WHAT TO WORK ON:
Could you retype, exactly and with no pictures, only the lines from the first line of the records below through the line that contains "- Up to frame 2"?

□ □ □ □

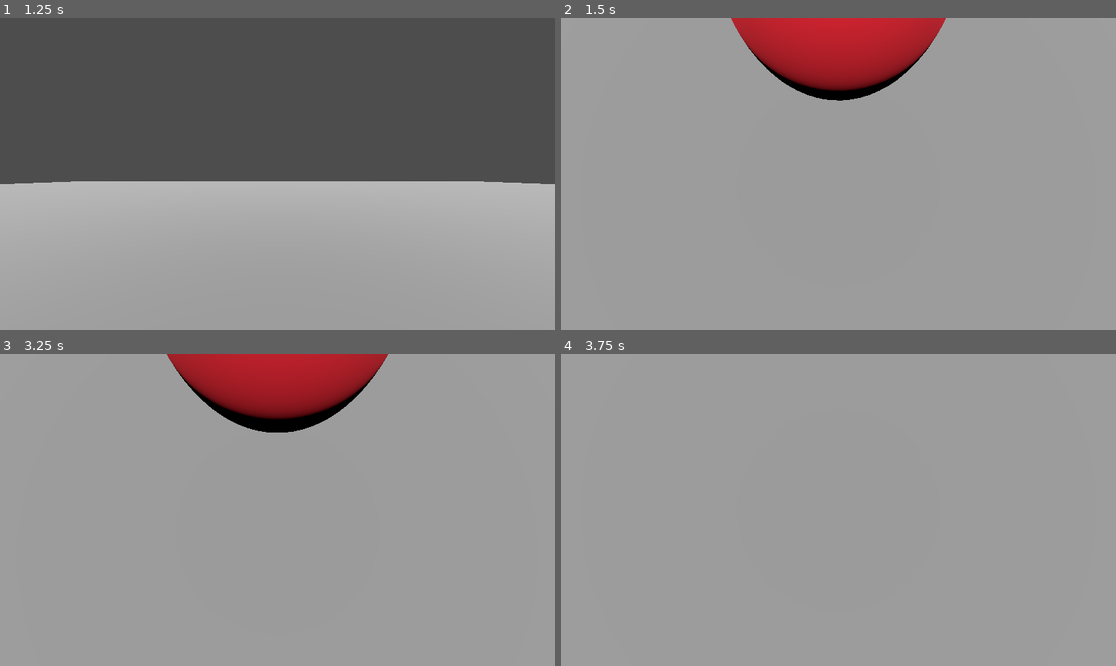
Above: before the commit, frames 1-4 (two rows, left to right).
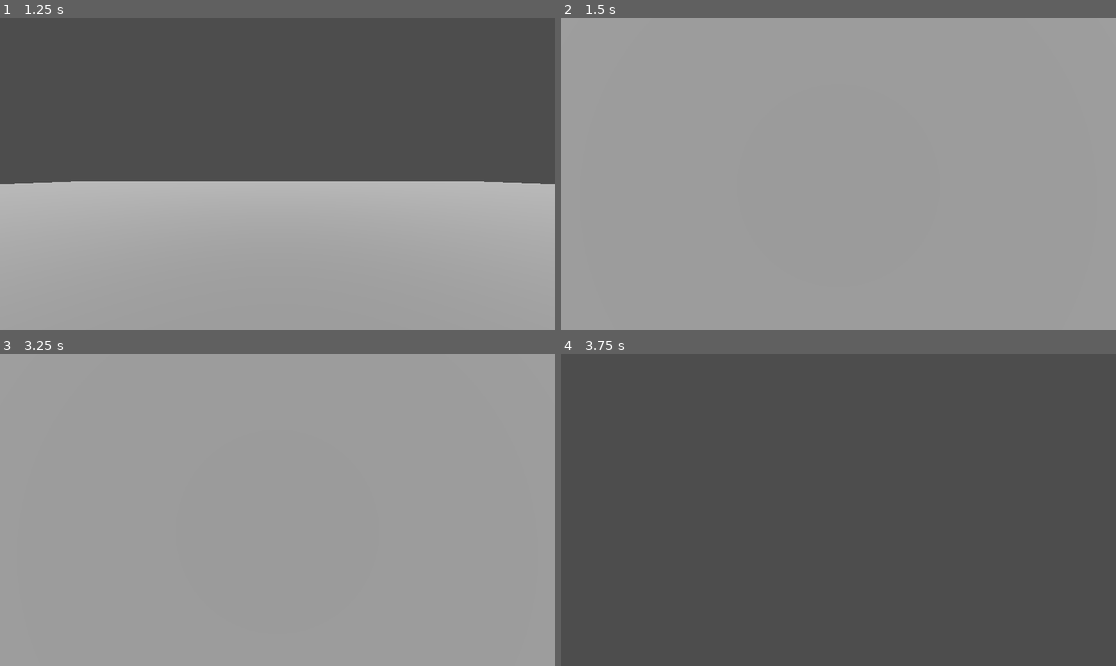
Above: after the commit, the same moments.

Repository: Luca-Umekubo/Product-Design
Game: Godot game, scene res://HomeScreen.tscn
Same seed, same stepped clock (60 frames per second), same inputs: the game is played once before the commit and once after it.
Inputs (mouse positions are in pixels of both pictures, inside the frame that each line leads up to):
- Up to frame 1 (1.25 s): click "Host" at 0.5 s
- Up to frame 2 (1.5 s): move the mouse to (866, 174) at 1.27 s; press the mouse at (866, 174) at 1.28 s; hold W (move_forward) from 1.28 s (still down)
- Up to frame 3 (3.25 s): keep holding W (move_forward); tap Space (jump, bound only after the commit) at 1.52, 1.82, 2.27, 2.3, 2.57, 2.75 s; tap Ctrl (crouch, bound only after the commit) at 1.55, 2.1 s; tap Enter at 2 s; move the mouse to (249, 510) at 2.02 s; release the mouse at (249, 510) at 2.03 s; move the mouse to (288, 503) at 2.77 s; hold Space (jump, bound only after the commit) from 2.78 s (still down); click (288, 503) at 3.05 s
- Up to frame 4 (3.75 s): keep holding W (move_forward); move the mouse to (832, 516) at 3.52 s; release Space (jump, bound only after the commit) at 3.53 s; click (832, 516) at 3.6 s

Frame 1 is identical in both runs. In frame 2, 7.2% of the frame differs, in the area x 30-70%, y 0-27%; in frame 3, 7.0%; in frame 4, 100%, in the area x 0-100%, y 0-100%.

Commit message:
Sever Side lives and respawn handling, Barebones spectator mode

Diff:
--- a/hyperballz/Player.gd
+++ b/hyperballz/Player.gd
@@ -4,9 +4,7 @@
 var speed = 5.0
 var mouse_sensitivity = 0.005
 var gravity = -9.8
-var lives = 2  # Player starts with 2 lives
-
-# Optional reference to a hit material for visual feedback
+var is_spectator = false  # Tracks spectator mode status
 var hit_material = null
 
 func _ready():
@@ -26,104 +24,114 @@
 		camera.rotate_x(-event.relative.y * mouse_sensitivity)
 		camera.rotation.x = clamp(camera.rotation.x, -PI/2, PI/2)
 
+	# Prevent throwing balls in spectator mode
+	if is_spectator:
+		return
+	if event.is_action_pressed("throw"):
+		throw_ball.rpc()
+
 func _physics_process(delta):
 	if multiplayer.has_multiplayer_peer() and is_multiplayer_authority():
-		var input_vector = Vector2(
-			Input.get_action_strength("move_right") - Input.get_action_strength("move_left"),
-			Input.get_action_strength("move_backward") - Input.get_action_strength("move_forward")
-		).normalized()
+		if is_spectator:
+			# Flying movement for spectator mode
+			var input_vector = Vector3(
+				Input.get_action_strength("move_right") - Input.get_action_strength("move_left"),
+				Input.get_action_strength("jump") - Input.get_action_strength("crouch"),
+				Input.get_action_strength("move_backward") - Input.get_action_strength("move_forward")
+			).normalized()
 
-		# Calculate movement direction based on input and orientation
-		var move_direction = Vector3(input_vector.x, 0, input_vector.y) * speed
-		move_direction = global_transform.basis * move_direction
+			# Apply movement relative to camera direction
+			var move_direction = (camera.global_transform.basis * input_vector).normalized() * speed * 2.0
+			velocity = move_direction
+			move_and_slide()
+		else:
+			# Normal player movement
+			var input_vector = Vector2(
+				Input.get_action_strength("move_right") - Input.get_action_strength("move_left"),
+				Input.get_action_strength("move_backward") - Input.get_action_strength("move_forward")
+			).normalized()
 
-		# Update velocity components directly
-		velocity.x = move_direction.x
-		velocity.z = move_direction.z
-		velocity.y += gravity * delta
+			var move_direction = Vector3(input_vector.x, 0, input_vector.y) * speed
+			move_direction = global_transform.basis * move_direction
 
-		# Apply movement
-		move_and_slide()
+			velocity.x = move_direction.x
+			velocity.z = move_direction.z
+			velocity.y += gravity * delta
 
-		# Handle pushing balls - Godot 4.4.1 syntax
-		for i in range(get_slide_collision_count()):
-			var collision = get_slide_collision(i)
-			if collision.get_collider() is RigidBody3D and collision.get_collider().is_in_group("balls"):
-				var push_strength = 2.5
-				# Only push if we're actually moving
-				if velocity.length() > 0.1:
-					collision.get_collider().apply_central_impulse(-collision.get_normal() * push_strength * velocity.length())
-				else:
-					# Even when not moving but trying to push
-					if input_vector.length() > 0.1:
-						var push_direction = global_transform.basis * Vector3(input_vector.x, 0, input_vector.y).normalized()
-						collision.get_collider().apply_central_impulse(push_direction * push_strength)
+			move_and_slide()
 
-		if Input.is_action_just_pressed("throw"):
-			throw_ball.rpc()
+			# Handle pushing balls
+			for i in range(get_slide_collision_count()):
+				var collision = get_slide_collision(i)
+				if collision.get_collider() is RigidBody3D and collision.get_collider().is_in_group("balls"):
+					var push_strength = 2.5
+					if velocity.length() > 0.1:
+						collision.get_collider().apply_central_impulse(-collision.get_normal() * push_strength * velocity.length())
+					else:
+						if input_vector.length() > 0.1:
+							var push_direction = global_transform.basis * Vector3(input_vector.x, 0, input_vector.y).normalized()
+							collision.get_collider().apply_central_impulse(push_direction * push_strength)
 
 @rpc("any_peer", "call_local")
 func throw_ball():
 	if not multiplayer.is_server():
 		return
 
-	# Get spawn position further away from player to avoid collision
 	var spawn_direction = -$Camera3D.global_transform.basis.z.normalized()
-	var spawn_distance = 1.5  # Increased distance to avoid collision with player
+	var spawn_distance = 1.5
 	var spawn_position = $Camera3D/BallSpawnPoint.global_position + (spawn_direction * spawn_distance)
 
-	# Check if spawn position is valid (not inside another object)
 	var space_state = get_world_3d().direct_space_state
 	var query = PhysicsRayQueryParameters3D.create(
 		$Camera3D.global_position,
 		spawn_position
 	)
-	query.exclude = [self]  # Exclude the player from the check
+	query.exclude = [self]
 	var result = space_state.intersect_ray(query)
 
-	# If the ray hits something, adjust spawn position to be in front of that object
 	if result:
-		# Place the ball just before the collision point
 		spawn_position = result.position - (spawn_direction * 0.3)
 
-	var spawn_velocity = spawn_direction * 10  # Speed of 10
+	var spawn_velocity = spawn_direction * 10
 	var ball_data = {
 		"position": spawn_position,
 		"velocity": spawn_velocity
 	}
 	get_tree().get_root().get_node("Game/Balls/BallSpawner").spawn(ball_data)
 
-@rpc("authority")
-func hit_by_ball():
+@rpc("call_local")
+func update_lives(new_lives):
+	# Update lives locally; actual tracking is done on server
 	if multiplayer.has_multiplayer_peer() and is_multiplayer_authority():
-		lives -= 1
-		update_lives.rpc(lives)
+		if hit_material != null and new_lives > 0:
+			$MeshInstance3D.material_override = hit_material
+			var timer = get_tree().create_timer(0.3)
+			timer.timeout.connect(func(): $MeshInstance3D.material_override = null)
+		print("Player ", name, " lives: ", new_lives)
 
-		if lives <= 0:
-			# No lives left, respawn the player
-			respawn()
-		else:
-			# Still has lives, just show visual feedback
-			if hit_material != null:
-				$MeshInstance3D.material_override = hit_material
-				# Using a timer node since await might not work reliably in networked context
-				var timer = get_tree().create_timer(0.3)
-				timer.timeout.connect(func(): $MeshInstance3D.material_override = null)
+@rpc("call_local")
+func set_spectator_mode():
+	if multiplayer.has_multiplayer_peer() and is_multiplayer_authority():
+		is_spectator = true
+		# Disable collisions
+		collision_layer = 0
+		collision_mask = 0
+		# Hide player model
+		$MeshInstance3D.visible = false
+		# Ensure camera remains active
+		camera.current = true
+		print("Player ", name, " entered spectator mode")
 
-@rpc("authority", "call_local")
-func update_lives(new_lives):
-	lives = new_lives
-	# You can update UI here if you have one
-	print("Player ", name, " lives: ", lives)
-
-@rpc("authority")
+@rpc("call_local")
 func respawn():
 	if multiplayer.has_multiplayer_peer() and is_multiplayer_authority():
-		# Reset lives on respawn
-		lives = 2
-		update_lives.rpc(lives)
-
 		var spawn_points = get_tree().get_nodes_in_group("spawn_points")
 		if spawn_points.size() > 0:
 			var spawn_point = spawn_points[randi() % spawn_points.size()]
 			position = spawn_point.global_position
+		# Reset collision and visibility
+		collision_layer = 1  # Restore default player layer
+		collision_mask = 2 | 3  # Collide with balls and environment
+		$MeshInstance3D.visible = true
+		is_spectator = false
+		print("Player ", name, " respawned")
--- a/hyperballz/ball.gd
+++ b/hyperballz/ball.gd
@@ -2,42 +2,36 @@
 
 var is_active = true
 var respawn_timer = 0.0
-var max_respawn_time = 15.0  # Seconds until ball disappears if not picked up
-var spawn_immunity_time = 0.2  # Short immunity after spawning
-var last_hit_player = null  # Track which player we last hit
+var max_respawn_time = 15.0
+var spawn_immunity_time = 0.2
+var last_hit_player = null
 
 func _ready():
 	body_entered.connect(_on_body_entered)
 
-	# Create and set physics material for friction and bounce
 	var physics_material = PhysicsMaterial.new()
 	physics_material.friction = 0.5
 	physics_material.bounce = 0.7
 	physics_material_override = physics_material
 
-	# Set other physics parameters
 	mass = 2.0
 	custom_integrator = false
 	continuous_cd = true
 	max_contacts_reported = 5
 	contact_monitor = true
 
-	# Set collision layer and mask to ensure proper collision
-	collision_layer = 2  # Layer 2 for balls
-	collision_mask = 1 | 2 | 4  # Collide with players (1), other balls (2), and environment (4)
+	collision_layer = 2
+	collision_mask = 1 | 2 | 4
 
 	add_to_group("balls")
 
-	# Give a small impulse upward to prevent sticking to ground on spawn
 	apply_central_impulse(Vector3(0, 0.5, 0))
 
-	# Brief immunity to allow the ball to move away from the player
 	set_deferred("monitoring", false)
 	var timer = get_tree().create_timer(spawn_immunity_time)
 	timer.timeout.connect(func(): set_deferred("monitoring", true))
 
 func _physics_process(delta):
-	# Handle respawn timer for balls at rest
 	if is_active and linear_velocity.length() < 0.1:
 		respawn_timer += delta
 		if respawn_timer > max_respawn_time:
@@ -45,16 +39,13 @@
 	else:
 		respawn_timer = 0.0
 
-	# Apply small damping to slow rolling balls over time
 	if linear_velocity.length() < 3.0 and linear_velocity.length() > 0.1:
 		linear_velocity = linear_velocity * 0.98
 
-	# Prevent balls from getting stuck in the floor
 	if is_active and abs(linear_velocity.y) < 0.01 and is_on_floor():
 		apply_central_impulse(Vector3(0, 0.2, 0))
 
 func is_on_floor():
-	# Simple check to detect if ball is on a floor-like surface
 	var space_state = get_world_3d().direct_space_state
 	var query = PhysicsRayQueryParameters3D.create(
 		global_position,
@@ -69,29 +60,22 @@
 		return
 
 	if body.is_in_group("players"):
-		# Check if this is a high-velocity hit that should cause damage
 		if linear_velocity.length() > 5.0:
-			# Damage the player, but DON'T destroy the ball
-			body.hit_by_ball.rpc()
+			# Notify server of hit instead of calling player RPC
+			get_tree().get_root().get_node("Game").player_hit(body.name)
 
-			# Make the ball bounce off the player instead of destroying it
 			var bounce_direction = (global_position - body.global_position).normalized()
-			linear_velocity = bounce_direction * linear_velocity.length() * 0.7  # 70% of original speed
-
-			# Add a slight upward component to the bounce
+			linear_velocity = bounce_direction * linear_velocity.length() * 0.7
 			linear_velocity.y += 2.0
 
-			# Remember this player to prevent multiple rapid hits
 			last_hit_player = body
 
-			# Create a brief immunity period to prevent multiple hits in succession
 			set_deferred("monitoring", false)
-			var timer = get_tree().create_timer(0.5)  # Half second immunity
+			var timer = get_tree().create_timer(0.5)
 			timer.timeout.connect(func():
 				set_deferred("monitoring", true)
 				last_hit_player = null
 			)
 		else:
-			# Allow players to push the ball when it's slow/stopped
 			var push_direction = (global_position - body.global_position).normalized()
 			apply_central_impulse(push_direction * 3.0)
--- a/hyperballz/game.gd
+++ b/hyperballz/game.gd
@@ -2,25 +2,31 @@
 
 @onready var multiplayer_spawner = $Players/MultiplayerSpawner
 @onready var ball_spawner = $Balls/BallSpawner
+var player_lives = {}  # Tracks lives for each player (peer_id: lives)
 
 func _ready():
 	multiplayer_spawner.spawn_function = _spawn_player
 	ball_spawner.spawn_function = _spawn_ball
 	if multiplayer.is_server():
-		# Spawn the host's player immediately
+		# Initialize lives for the host
+		player_lives[multiplayer.get_unique_id()] = 2
 		multiplayer_spawner.spawn({"peer_id": multiplayer.get_unique_id()})
 
 	multiplayer.peer_connected.connect(_on_peer_connected)
 	multiplayer.peer_disconnected.connect(_on_peer_disconnected)
 
 func _on_peer_connected(id):
-	# Spawn player for newly connected clients
-	multiplayer_spawner.spawn({"peer_id": id})
+	if multiplayer.is_server():
+		# Initialize lives for new player
+		player_lives[id] = 2
+		multiplayer_spawner.spawn({"peer_id": id})
 
 func _on_peer_disconnected(id):
-	# Remove player when a client disconnects
-	if $Players.has_node(str(id)):
-		$Players.get_node(str(id)).queue_free()
+	if multiplayer.is_server():
+		# Remove player and lives entry
+		if $Players.has_node(str(id)):
+			$Players.get_node(str(id)).queue_free()
+		player_lives.erase(id)
 
 func _spawn_player(data):
 	var player = preload("res://Player.tscn").instantiate()
@@ -33,3 +39,16 @@
 	ball.position = data["position"]
 	ball.linear_velocity = data["velocity"]
 	return ball
+
+func player_hit(player_id: String):
+	if multiplayer.is_server():
+		var id = int(player_id)
+		if player_lives.has(id):
+			player_lives[id] -= 1
+			var player_node = $Players.get_node_or_null(player_id)
+			if player_node:
+				player_node.update_lives.rpc(player_lives[id])
+				if player_lives[id] <= 0:
+					player_node.set_spectator_mode.rpc()
+				else:
+					player_node.respawn.rpc()
--- a/hyperballz/project.godot
+++ b/hyperballz/project.godot
@@ -46,3 +46,13 @@
 "events": [Object(InputEventMouseButton,"resource_local_to_scene":false,"resource_name":"","device":-1,"window_id":0,"a …(253 unchanged characters)…
 ]
 }
+jump={
+"deadzone": 0.2,
+"events": [Object(InputEventKey,"resource_local_to_scene":false,"resource_name":"","device":-1,"window_id":0,"alt_pressed":false,"shift_pressed":false,"ctrl_pressed":false,"meta_pressed":false,"pressed":false,"keycode":0,"physical_keycode":32,"key_label":0,"unicode":32,"location":0,"echo":false,"script":null)
+]
+}
+crouch={
+"deadzone": 0.2,
+"events": [Object(InputEventKey,"resource_local_to_scene":false,"resource_name":"","device":-1,"window_id":0,"alt_pressed":false,"shift_pressed":false,"ctrl_pressed":false,"meta_pressed":false,"pressed":false,"keycode":0,"physical_keycode":4194326,"key_label":0,"unicode":0,"location":0,"echo":false,"script":null)
+]
+}

□ □ □ □

RESULT:
Above: before the commit, frames 1-4 (two rows, left to right).
Above: after the commit, the same moments.

Repository: Luca-Umekubo/Product-Design
Game: Godot game, scene res://HomeScreen.tscn
Same seed, same stepped clock (60 frames per second), same inputs: the game is played once before the commit and once after it.
Inputs (mouse positions are in pixels of both pictures, inside the frame that each line leads up to):
- Up to frame 1 (1.25 s): click "Host" at 0.5 s
- Up to frame 2 (1.5 s): move the mouse to (866, 174) at 1.27 s; press the mouse at (866, 174) at 1.28 s; hold W (move_forward) from 1.28 s (still down)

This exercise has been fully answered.